Records from a data source
——————————

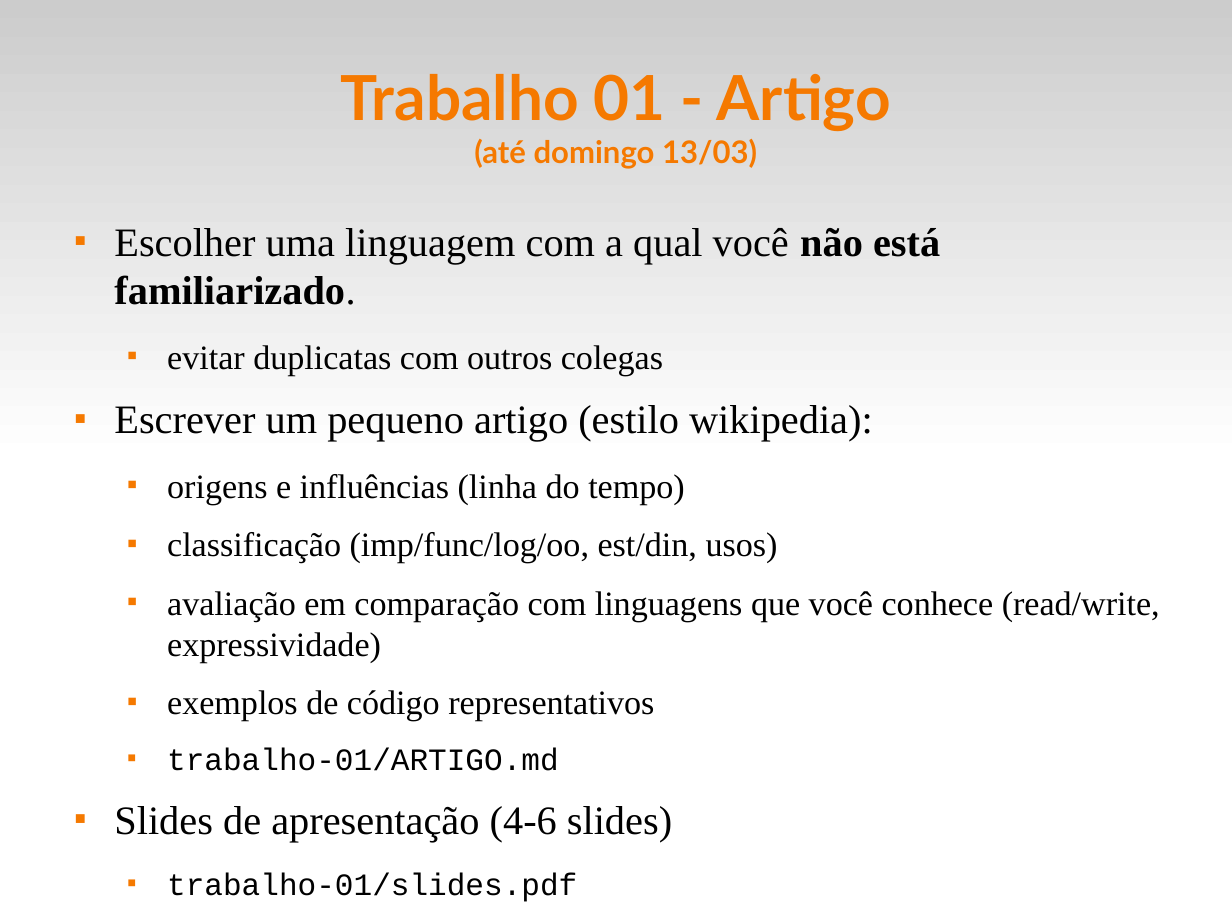
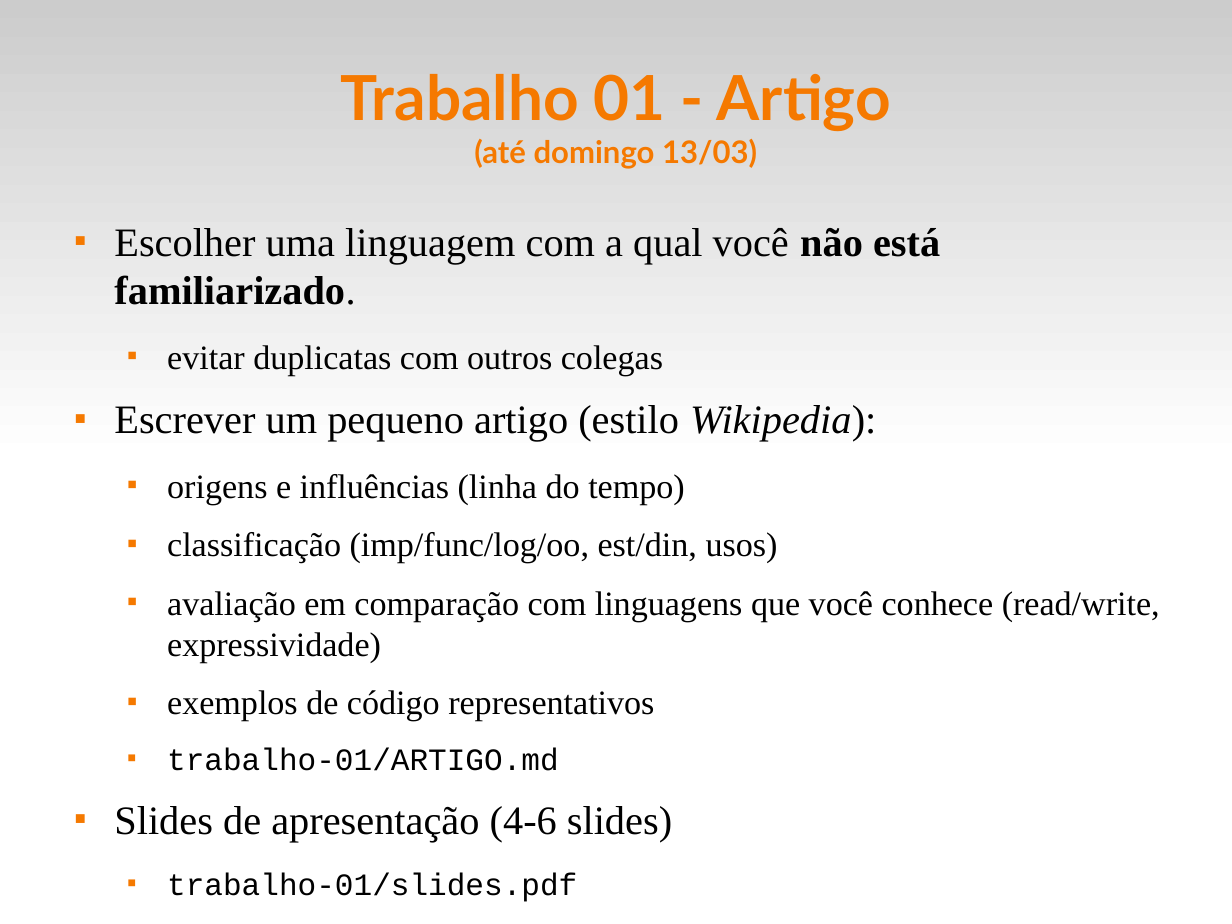
Before and after one commit to fsantanna-uerj/EDL, a slide deck: slide 4 of slides/edl-02.odp. Drawn at 1232x924 pixels with LibreOffice and Linux fonts; fonts in the diff are those of the drawing. Boxes give left, top, right and bottom in pixels: in the first picture for what was removed or moved away, otherwise in the second. Text is boxed around its words. In the diff, an @@ line names an element or a change of style, - is before the commit and + after.

```diff
--- a/slides/edl-02.odp
+++ b/slides/edl-02.odp
@@ text at (x1=114, y1=405, x2=876, y2=442): text changed @@
-■ Escrever um pequeno artigo (estilo wikipedia):
+■ Escrever um pequeno artigo (estilo Wikipedia):
```
Also in this commit, not shown: 1 slide added, 4 other files.

——————————

→ **To do**:
In your copy, include no pictures, but reproduce all records exactly.

→ **Expected output**:
Before and after one commit to fsantanna-uerj/EDL, a slide deck: slide 4 of slides/edl-02.odp. Drawn at 1232x924 pixels with LibreOffice and Linux fonts; fonts in the diff are those of the drawing. Boxes give left, top, right and bottom in pixels: in the first picture for what was removed or moved away, otherwise in the second. Text is boxed around its words. In the diff, an @@ line names an element or a change of style, - is before the commit and + after.

```diff
--- a/slides/edl-02.odp
+++ b/slides/edl-02.odp
@@ text at (x1=114, y1=405, x2=876, y2=442): text changed @@
-■ Escrever um pequeno artigo (estilo wikipedia):
+■ Escrever um pequeno artigo (estilo Wikipedia):
```
Also in this commit, not shown: 1 slide added, 4 other files.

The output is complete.